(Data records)
^^^^
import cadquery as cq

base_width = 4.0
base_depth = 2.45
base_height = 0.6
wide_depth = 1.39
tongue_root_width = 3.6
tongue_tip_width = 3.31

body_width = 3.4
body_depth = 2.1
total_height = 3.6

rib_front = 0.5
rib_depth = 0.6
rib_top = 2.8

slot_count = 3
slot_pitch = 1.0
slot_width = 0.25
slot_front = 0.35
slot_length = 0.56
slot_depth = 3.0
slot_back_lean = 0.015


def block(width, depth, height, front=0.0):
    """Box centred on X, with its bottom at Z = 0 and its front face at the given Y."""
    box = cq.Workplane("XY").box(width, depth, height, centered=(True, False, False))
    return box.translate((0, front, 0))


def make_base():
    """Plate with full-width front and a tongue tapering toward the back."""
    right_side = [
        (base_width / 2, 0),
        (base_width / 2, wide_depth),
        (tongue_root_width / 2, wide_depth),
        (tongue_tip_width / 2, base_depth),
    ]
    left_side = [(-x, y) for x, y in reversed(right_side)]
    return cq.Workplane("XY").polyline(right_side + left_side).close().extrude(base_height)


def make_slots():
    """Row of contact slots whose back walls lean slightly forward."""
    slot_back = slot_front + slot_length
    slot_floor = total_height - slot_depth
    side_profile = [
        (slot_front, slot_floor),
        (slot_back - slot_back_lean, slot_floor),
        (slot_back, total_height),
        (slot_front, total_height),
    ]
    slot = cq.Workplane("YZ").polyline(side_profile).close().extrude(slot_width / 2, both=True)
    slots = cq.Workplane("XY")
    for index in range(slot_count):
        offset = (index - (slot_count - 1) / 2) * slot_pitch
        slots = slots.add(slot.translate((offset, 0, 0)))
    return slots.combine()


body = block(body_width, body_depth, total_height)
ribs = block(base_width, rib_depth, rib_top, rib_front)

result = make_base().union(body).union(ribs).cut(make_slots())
^^^^
• **Task description**
Print the records above again, every one, exactly as written.

• **Solved exercise**
import cadquery as cq

base_width = 4.0
base_depth = 2.45
base_height = 0.6
wide_depth = 1.39
tongue_root_width = 3.6
tongue_tip_width = 3.31

body_width = 3.4
body_depth = 2.1
total_height = 3.6

rib_front = 0.5
rib_depth = 0.6
rib_top = 2.8

slot_count = 3
slot_pitch = 1.0
slot_width = 0.25
slot_front = 0.35
slot_length = 0.56
slot_depth = 3.0
slot_back_lean = 0.015


def block(width, depth, height, front=0.0):
    """Box centred on X, with its bottom at Z = 0 and its front face at the given Y."""
    box = cq.Workplane("XY").box(width, depth, height, centered=(True, False, False))
    return box.translate((0, front, 0))


def make_base():
    """Plate with full-width front and a tongue tapering toward the back."""
    right_side = [
        (base_width / 2, 0),
        (base_width / 2, wide_depth),
        (tongue_root_width / 2, wide_depth),
        (tongue_tip_width / 2, base_depth),
    ]
    left_side = [(-x, y) for x, y in reversed(right_side)]
    return cq.Workplane("XY").polyline(right_side + left_side).close().extrude(base_height)


def make_slots():
    """Row of contact slots whose back walls lean slightly forward."""
    slot_back = slot_front + slot_length
    slot_floor = total_height - slot_depth
    side_profile = [
        (slot_front, slot_floor),
        (slot_back - slot_back_lean, slot_floor),
        (slot_back, total_height),
        (slot_front, total_height),
    ]
    slot = cq.Workplane("YZ").polyline(side_profile).close().extrude(slot_width / 2, both=True)
    slots = cq.Workplane("XY")
    for index in range(slot_count):
        offset = (index - (slot_count - 1) / 2) * slot_pitch
        slots = slots.add(slot.translate((offset, 0, 0)))
    return slots.combine()


body = block(body_width, body_depth, total_height)
ribs = block(base_width, rib_depth, rib_top, rib_front)

result = make_base().union(body).union(ribs).cut(make_slots())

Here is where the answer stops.